Burcu'nun Mutfak Penceresi :O)
30 Mart 2025
22 Mart 2025
MARTIN YİRMİ İKİSİ - 2025
Ablam Asortik Krep'im, ne güzel başlıklar atardı. Ruhu şad olsun. Bende hiç o yetenek yok. Bu günü, yılı yaz başlığa olayından da sıkıldım. Yeni bir şeyler deneyeceğim bir ara. Düşündüğümde aklıma bir şey gelmedi ilk etapta, öneri varsa alırım...
Yine görüşmek üzere...
19 Mart 2025
MARTIN ON DOKUZU - 2025
Dün size yazdıktan sonra battaniyemi çektim üzerime, aldım kitabımı elime, Uzanıp kitap okudum bir saat kadar. Çok hoşuma gitti. Bunu her gün yapmaya karar verdim. Şöyle ki, ben her gün mutlaka kitap okuyorum ama bunu bu şekilde kesintisiz ve keyifle yapmıyorum genelde. Mutfakta, sigara içerken, dinlenirken, yemeğin pişmesini beklerken, bazen tek başımaysam yemek yerken falan ama hep sandalye tepesinde, kısa aralıklar dahilinde okuyorum. Keyif kısmını es geçmeyeceğim bundan sonra.
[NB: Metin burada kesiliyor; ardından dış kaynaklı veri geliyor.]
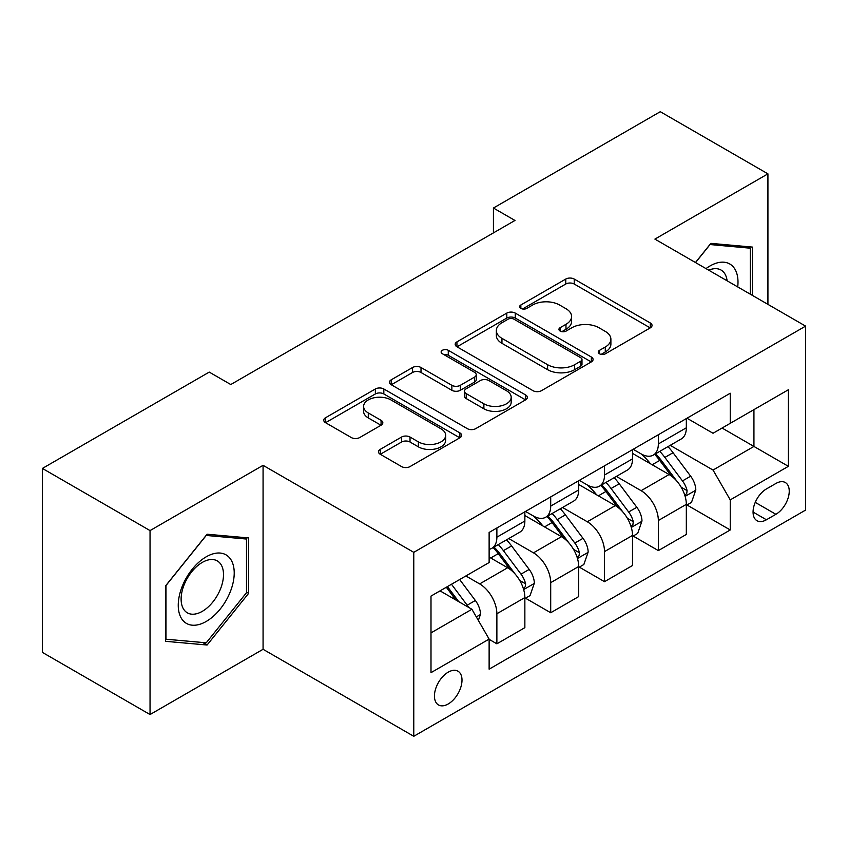 <?xml version="1.0" encoding="UTF-8"?>
<svg xmlns="http://www.w3.org/2000/svg" width="848" height="848" viewBox="0 0 848 848"><rect width="100%" height="100%" fill="white"/><g stroke="black" fill="none" stroke-linecap="round" stroke-linejoin="round"><path stroke-width="1.27" d="M599.472 353.786A4.187 2.417 0 0 0 605.387 353.786L650.299 327.858A5.978 3.456 0 0 0 652.048 325.42A5.978 3.456 0 0 0 650.299 322.971L574.223 279.056A5.978 3.456 0 0 0 565.764 279.056L520.863 304.983A4.187 2.417 0 0 0 519.633 306.69A4.187 2.417 0 0 0 520.863 308.396A4.187 2.417 0 0 0 526.778 308.396L532.586 305.036A19.122 11.045 0 0 1 559.638 305.036L565.976 308.704A19.122 11.045 0 0 1 571.584 316.505A19.122 11.045 0 0 1 565.976 324.318L560.168 327.667A4.187 2.417 0 0 0 558.938 329.384A4.187 2.417 0 0 0 560.168 331.091A4.187 2.417 0 0 0 566.082 331.091L571.902 327.731A19.122 11.045 0 0 1 598.942 327.731L605.281 331.398A19.122 11.045 0 0 1 610.889 339.2A19.122 11.045 0 0 1 605.281 347.012L599.472 350.362A4.187 2.417 0 0 0 598.253 352.068A4.187 2.417 0 0 0 599.472 353.786L599.472 350.362M448.221 703.978A19.483 11.247 120 0 0 460.952 686.806A19.483 11.247 120 0 0 457.962 671.192A19.483 11.247 120 0 0 448.221 672.157A19.483 11.247 120 0 0 435.49 689.329A19.483 11.247 120 0 0 438.48 704.942A19.483 11.247 120 0 0 448.221 703.978M380.233 449.376A5.978 3.456 0 0 0 378.473 451.814A5.978 3.456 0 0 0 380.233 454.252L401.57 466.58A5.978 3.456 0 0 0 410.029 466.58L459.892 437.78A5.978 3.456 0 0 0 461.651 435.342A5.978 3.456 0 0 0 459.892 432.904L383.826 388.978A5.978 3.456 0 0 0 375.367 388.978L325.494 417.778A5.978 3.456 0 0 0 323.745 420.216A5.978 3.456 0 0 0 325.494 422.654L351.273 437.536A5.978 3.456 0 0 0 359.732 437.536L381.07 425.219A5.978 3.456 0 0 0 382.83 422.77A5.978 3.456 0 0 0 381.07 420.332L368.286 412.955A15.985 9.233 0 0 1 363.601 406.425A15.985 9.233 0 0 1 373.48 397.903A15.985 9.233 0 0 1 390.896 399.896L440.981 428.812A15.985 9.233 0 0 1 445.666 435.342A15.985 9.233 0 0 1 435.798 443.875A15.985 9.233 0 0 1 418.371 441.872L410.029 437.049A5.978 3.456 0 0 0 401.57 437.049L380.233 449.376L380.233 454.252M263.071 465.329L150.043 530.583L42.4 468.435L42.4 652.398L150.043 714.546L263.071 649.292L413.771 736.297L413.771 552.334L263.071 465.329L263.071 649.292M767.928 304.368L767.928 173.851L654.9 239.104L805.6 326.12L413.771 552.334M767.928 173.851L660.285 111.703L493.43 208.036L493.43 232.893M42.4 468.435L209.244 372.102L230.783 384.536L514.959 220.459L493.43 208.036M533.01 390.684A5.978 3.456 0 0 0 541.469 390.684L591.342 361.895A5.978 3.456 0 0 0 593.091 359.457A5.978 3.456 0 0 0 591.342 357.019L515.266 313.092A5.978 3.456 0 0 0 506.807 313.092L456.934 341.882A5.978 3.456 0 0 0 455.185 344.33A5.978 3.456 0 0 0 456.934 346.768L533.01 390.684M444.034 354.687A4.187 2.417 0 0 1 448.274 355.28L448.274 350.309L525.622 394.956A5.978 3.456 0 0 1 527.371 397.394A5.978 3.456 0 0 1 525.622 399.843L475.749 428.632A5.978 3.456 0 0 1 467.29 428.632L391.214 384.706L391.214 379.83A5.978 3.456 0 0 0 389.465 382.268A5.978 3.456 0 0 0 391.214 384.706M391.214 379.83L412.563 367.502A5.978 3.456 0 0 1 421.011 367.502L451.867 385.321A5.978 3.456 0 0 0 460.316 385.321L474.477 377.148A5.978 3.456 0 0 0 476.226 374.71A5.978 3.456 0 0 0 474.477 372.261L442.359 353.722A4.187 2.417 0 0 1 441.13 352.015A4.187 2.417 0 0 1 443.716 349.779A4.187 2.417 0 0 1 448.274 350.309M775.888 483.477L766.422 488.946A18.879 10.897 120 0 0 754.084 505.578A18.879 10.897 120 0 0 756.978 520.704A18.879 10.897 120 0 0 766.422 519.771L775.888 514.301A18.879 10.897 120 0 0 788.227 497.67A18.879 10.897 120 0 0 785.333 482.544A18.879 10.897 120 0 0 775.888 483.477M413.771 736.297L805.6 510.072L805.6 326.12M686.975 418.223L713.03 433.264L730.245 423.311L730.245 393.239L489.126 532.449L489.126 562.531L430.996 596.091L430.996 672.655L489.126 639.095L489.126 669.178L730.245 529.968L730.245 499.885L713.03 470.057L670.217 445.338M730.245 423.311L788.375 389.751L788.375 466.326L730.245 499.885M150.043 530.583L150.043 714.546M722.072 428.039L753.936 446.44L753.936 409.648L788.375 389.751M713.03 470.057L753.936 446.44L788.375 466.326M430.996 632.884L471.901 609.267L440.038 590.865M489.126 639.339L496.875 643.823L496.875 613.74A24.359 14.066 -120 0 0 479.65 583.912L465.87 575.951M496.875 643.823L524.859 627.658L524.859 597.575A24.359 14.066 -120 0 0 507.645 567.747L489.126 557.062M525.506 598.2L550.702 612.744L550.702 582.661A24.359 14.066 -120 0 0 533.477 552.832L508.747 538.554M550.702 612.744L578.686 596.589L578.686 566.506A24.359 14.066 -120 0 0 561.461 536.678L524.859 515.542M579.332 567.132L604.518 581.675L604.518 551.592A24.359 14.066 -120 0 0 587.293 521.764L562.563 507.486M604.518 581.675L632.513 565.51L632.513 535.427A24.359 14.066 -120 0 0 615.288 505.599L578.686 484.473M633.149 536.053L658.345 550.596L658.345 520.513A24.359 14.066 -120 0 0 641.12 490.685L616.39 476.406M658.345 550.596L686.329 534.441L686.329 504.359A24.359 14.066 -120 0 0 669.104 474.53L632.513 453.394M633.149 449.292L641.12 453.892A24.359 14.066 -120 0 0 653.299 455.1A24.359 14.066 -120 0 0 658.345 443.949L658.345 434.748M579.332 480.371L587.293 484.971A24.359 14.066 -120 0 0 599.472 486.169A24.359 14.066 -120 0 0 604.518 475.018L604.518 465.828M525.506 511.439L533.477 516.04A24.359 14.066 -120 0 0 545.656 517.248A24.359 14.066 -120 0 0 550.702 506.097L550.702 496.896M686.975 504.984L730.245 529.968M653.299 455.1L681.283 438.946A24.359 14.066 -120 0 0 686.329 427.795L686.329 418.594M599.472 486.169L627.467 470.015A24.359 14.066 -120 0 0 632.513 458.863L632.513 449.663M545.656 517.248L573.64 501.094A24.359 14.066 -120 0 0 578.686 489.943L578.686 480.742M489.126 549.303A24.359 14.066 -120 0 0 491.829 548.317L519.813 532.162A24.359 14.066 -120 0 0 524.859 521.011L524.859 511.81M491.829 548.317A24.359 14.066 -120 0 0 496.875 537.176L496.875 527.975M471.901 609.267L489.126 639.095M752.42 295.411L752.42 247.086L710.868 243.365L695.466 262.53M165.54 641.311L207.092 645.021L248.644 593.335L248.644 537.939L207.092 534.219L165.54 585.915L165.54 641.311M246.492 592.095L248.644 593.335M202.704 642.487L207.092 645.021M601.147 354.369L605.281 351.984A19.122 11.045 0 0 0 610.889 344.171L610.889 339.2M571.584 316.505L571.584 321.477A19.122 11.045 0 0 1 565.976 329.289L561.842 331.674M650.215 327.9L574.223 284.027A5.978 3.456 0 0 0 565.764 284.027L522.538 308.99M591.257 361.937L515.266 318.064A5.978 3.456 0 0 0 506.807 318.064L457.019 346.811M580.774 361.163A4.187 2.417 0 0 0 581.993 359.457A4.187 2.417 0 0 0 580.774 357.75L513.994 319.198A4.187 2.417 0 0 0 508.079 319.198L501.952 322.728A19.122 11.045 0 0 0 496.345 330.54A19.122 11.045 0 0 0 501.952 338.352L547.596 364.704A19.122 11.045 0 0 0 574.647 364.704L580.774 361.163L580.774 366.135A4.187 2.417 0 0 0 581.993 364.428L581.993 359.457M496.345 330.54L496.345 335.511A19.122 11.045 0 0 0 501.952 343.323L501.952 338.352M580.774 366.135L574.647 369.675A19.122 11.045 0 0 1 547.596 369.675L501.952 343.323M391.299 384.759L412.563 372.484L412.563 367.502M476.226 374.71L476.226 379.681A5.978 3.456 0 0 1 474.477 382.119L460.316 390.292A5.978 3.456 0 0 1 451.867 390.292L421.011 372.484A5.978 3.456 0 0 0 412.563 372.484M448.274 355.28L525.537 399.885M483.879 403.807A15.985 9.233 0 0 0 501.306 405.8A15.985 9.233 0 0 0 511.174 397.277A15.985 9.233 0 0 0 506.489 390.748L488.851 380.561A5.978 3.456 0 0 0 480.392 380.561L466.241 388.734A5.978 3.456 0 0 0 464.481 391.172A5.978 3.456 0 0 0 466.241 393.62L483.879 403.807L483.879 408.778A15.985 9.233 0 0 0 501.306 410.771A15.985 9.233 0 0 0 511.174 402.249L511.174 397.277M464.481 391.172L464.481 396.143A5.978 3.456 0 0 0 466.241 398.592L466.241 393.62M483.879 408.778L466.241 398.592M445.666 435.342L445.666 440.313A15.985 9.233 0 0 1 435.798 448.846A15.985 9.233 0 0 1 418.371 446.843L410.029 442.02A5.978 3.456 0 0 0 401.57 442.02L380.307 454.295M363.601 406.425L363.601 411.397A15.985 9.233 0 0 0 368.286 417.926L368.286 412.955M380.996 425.261L368.286 417.926M459.817 437.822L383.826 393.949A5.978 3.456 0 0 0 375.367 393.949L325.579 422.696M686.329 505.355L691.502 502.366L695.805 489.943A16.133 9.317 -120 0 0 690.654 476.194L673.058 452.715A46.587 26.892 -120 0 0 667.98 446.62M650.48 463.771A46.587 26.892 -120 0 0 640.94 453.786M684.855 495.465L686.732 493.441L687.092 490.632A16.133 9.317 -120 0 0 682.47 480.922L664.874 457.432A46.587 26.892 -120 0 0 659.797 451.348M655.462 453.85A38.669 22.324 60 0 1 661.811 461.068L676.693 480.943M654.624 454.327A46.587 26.892 60 0 1 659.712 460.422L671.404 476.035M632.513 536.424L637.675 533.445L641.978 521.011A16.133 9.317 -120 0 0 636.827 507.274L619.231 483.784A46.587 26.892 -120 0 0 614.153 477.7M596.653 494.85A46.587 26.892 -120 0 0 587.123 484.865M631.039 526.544L632.915 524.52L633.265 521.7A16.133 9.317 -120 0 0 628.644 511.991L611.058 488.512A46.587 26.892 -120 0 0 605.97 482.427M601.635 484.929A38.669 22.324 60 0 1 607.984 492.137L622.877 512.012M600.808 485.406A46.587 26.892 60 0 1 605.885 491.49L617.588 507.104M578.686 567.503L583.848 564.514L588.152 552.09A16.133 9.317 -120 0 0 583.011 538.342L565.415 514.863A46.587 26.892 -120 0 0 560.327 508.768M542.837 525.919A46.587 26.892 -120 0 0 533.297 515.934M577.212 557.613L579.089 555.588L579.449 552.779A16.133 9.317 -120 0 0 574.827 543.07L557.231 519.58A46.587 26.892 -120 0 0 552.154 513.496M547.819 515.997A38.669 22.324 60 0 1 554.157 523.216L569.05 543.091M546.981 516.485A46.587 26.892 60 0 1 552.069 522.569L563.761 538.183M524.859 598.571L530.032 595.593L534.335 583.159A16.133 9.317 -120 0 0 529.184 569.421L511.588 545.932A46.587 26.892 -120 0 0 506.51 539.847M523.396 588.692L525.272 586.668L525.622 583.848A16.133 9.317 -120 0 0 521.001 574.138L503.415 550.659A46.587 26.892 -120 0 0 498.327 544.575M493.992 547.077A38.669 22.324 60 0 1 500.341 554.285L515.224 574.16M493.165 547.554A46.587 26.892 60 0 1 498.242 553.638L509.945 569.252M478.357 620.45L480.509 614.238A16.133 9.317 -120 0 0 475.357 600.49L459.658 579.534M468.647 607.38A16.133 9.317 -120 0 0 467.184 605.218L451.486 584.261M447.437 586.593L458.726 601.656M446.313 587.24L455.885 600.013M737.707 286.921A39.58 22.854 120 0 0 734.251 268.127A39.58 22.854 120 0 0 705.992 268.615M727.107 280.794A29.966 17.299 120 0 0 724.436 273.183A29.966 17.299 120 0 0 721.076 270.056A29.966 17.299 120 0 0 708.748 270.194M709.924 244.542L750.268 248.188L750.268 294.171M747.607 246.651L750.268 248.188M695.551 262.583L710.009 244.595M206.234 556.807A39.58 22.854 120 0 0 178.25 605.281A39.58 22.854 120 0 0 206.234 621.446A39.58 22.854 120 0 0 234.218 572.972A39.58 22.854 120 0 0 206.234 556.807M202.312 562.394A29.966 17.299 120 0 0 182.733 588.798A29.966 17.299 120 0 0 187.323 612.818A29.966 17.299 120 0 0 202.312 611.334A29.966 17.299 120 0 0 221.89 584.919A29.966 17.299 120 0 0 217.289 560.91A29.966 17.299 120 0 0 202.312 562.394M246.492 592.72L206.234 642.805L165.975 639.212L165.975 585.533L206.234 535.448L246.492 539.042L246.492 592.72M243.821 537.505L246.492 539.042M479.65 583.912L507.645 567.747M533.477 552.832L561.461 536.678M587.293 521.764L615.288 505.599M641.12 490.685L669.104 474.53M658.345 443.949L686.329 427.795M658.345 520.513L686.329 504.359M604.518 551.592L632.513 535.427M604.518 475.018L632.513 458.863M550.702 582.661L578.686 566.506M550.702 506.097L578.686 489.943M496.875 613.74L524.859 597.575M496.875 537.176L524.859 521.011M755.239 502.376L775.888 514.301M753.066 512.065L766.422 519.771M605.281 351.984L605.281 347.012M560.168 331.091L560.168 327.667M565.976 329.289L565.976 324.318M520.863 308.396L520.863 304.983M565.764 284.027L565.764 279.056M574.223 284.027L574.223 279.056M650.299 327.858L650.299 322.971M456.934 346.768L456.934 341.882M506.807 318.064L506.807 313.092M515.266 318.064L515.266 313.092M591.342 361.895L591.342 357.019M547.596 369.675L547.596 364.704M574.647 369.675L574.647 364.704M421.011 372.484L421.011 367.502M451.867 390.292L451.867 385.321M460.316 390.292L460.316 385.321M474.477 382.119L474.477 377.148M525.622 399.843L525.622 394.956M401.57 442.02L401.57 437.049M410.029 442.02L410.029 437.049M418.371 446.843L418.371 441.872M381.07 425.219L381.07 420.332M325.494 422.654L325.494 417.778M375.367 393.949L375.367 388.978M383.826 393.949L383.826 388.978M459.892 437.78L459.892 432.904M685.12 496.356L695.699 490.25M664.874 457.432L673.058 452.715M652.186 464.757L659.712 460.422M682.47 480.922L690.654 476.194M681.188 487.218L687.092 490.632M631.304 527.424L641.872 521.329M611.058 488.512L619.231 483.784M598.37 495.836L605.885 491.49M628.644 511.991L636.827 507.274M627.372 518.298L633.265 521.7M577.477 558.503L588.046 552.398M557.231 519.58L565.415 514.863M544.543 526.905L552.069 522.569M574.827 543.07L583.011 538.342M573.545 549.366L579.449 552.779M523.661 589.572L534.229 583.477M503.415 550.659L511.588 545.932M490.727 557.984L498.242 553.638M521.001 574.138L529.184 569.421M519.729 580.445L525.622 583.848M476.311 616.909L480.403 614.546M467.184 605.218L475.357 600.49"/></g></svg>

Ben kahveyi az sütlü içiyorum. Kahvesi bol, sütü az. Kahve beyazlatıcı diye adlandırılan bizim kısaca krema dediğimiz sütmüş gibi yapan şeyi de hiç sevmiyorum. Hatta kahveye çok yoğun krema koyulduğunda da midemi bulandırıyor. O yüzden evde bulunmuyor normalde. Geçen yaz erzak dolabını düzenlerken bir yerlerden gelmiş küçük paket tek kullanımlık kremalar buldum. Atmaya kıyamadım. Verecek kimse de bulamadım. (kıtlık bilinci değil israfa karşı olmak sebebiyle atmıyorum. Bu konuda da ayrıca yazmam lazım aslında. Kıtlık bilinci konusu tam olarak ne onu da bilmiyorum ama sürekli karşıma çıkıyor her yerde. Neyse...) Normal kahveye az az karıştırayım, bitsin diye düşündüm. Tadını da değiştirmez, rahatsız da etmez, biter gider. Fikrimi de hemen uyguladım. Gayet de düşündüğüm gibi oldu. Koca bir kavanoz kahve içinde kayboldu gitti. Ara ara yapsaydım bu işi kısa zamanda bitecekti ama ben sabırsız bir insan olduğumdan ve bazen bazı şeylere gereksiz yere taktığımdan o birkaç paket krema da bana battı resmen. Gittim geldim kaç tane kaldı diye baktım. Bir iki gün sonra da hepsini kavanoza boşalttım. İki gramlık o küçücük şeyler kahveyi ele geçirdi resmen. Krema içiyor gibi hissetmeye başladım. Bu sefer kavanozun yarısını başka bir yere boşaltıp kalanına tekrar kahve ekledim. Biraz daha iyi olmuş gibi görünse de içerken hala yoğun krema tadı geliyordu sanki, tekrar boşalttım kahve ekledim derken evde neredeyse yarım kilo bol kremalı kahvem oldu :O). Tam bu şekilde ekleye çoğalta bitiririm diye düşünürken eve kahve içmeye gelen bir arkadaşım ben seviyorum diye kahve ve krema alıp geldi. Ve ben bitmeyen bir döngüye girdim. Aylardır (ama bana yıllardır gibi geldi) kreması az, kahvesi bol bir karışım yapıp kalana sürekli kahve ekleyip çoğaltarak bitmeyen bir krema kaynağı yarattım. Pişmanım! Az sütlü, koyu kahvemi özledim. En son artık baktım ki kahve eklemekle bitmiyor, kalan son kavanozu bol kremalı mıremalı nasıl oluyorsa öyle içtim ve bu gece bitirdim. Eskiden iki kaşık koyarken bitsin diye son zamanlarda üç kaşık koymaya başlamıştım :O). Bir daha da krema verirse biri, evde bulursam, alıp gelen olursa ben de birine vereceğim, bir yere hibe edeceğim, kurtulacağım. Ben pişmanım, siz yapmayın :O).
Görüşmek üzere...
18 Mart 2025
MARTIN ON SEKİZİ - 2025
Durdum durdum, o güneşli, sıcak günlerde değil de şu mis gibi yağmurlu, fırtınalı günde yatak odasını toplama işini bitirmeye karar verdim. Sabahtan beri eşya yerleştiriyorum. Halbuki alacaktım kahvemi ya da sıcak çikolatamı elime, kitap okuyup dışarıyı seyredecektim ne güzel. Yağmuru ve kapalı havayı seviyorum ben. Tam bir bibliyofilim. Ay, yok o değil, tam bir pluviofilim ben!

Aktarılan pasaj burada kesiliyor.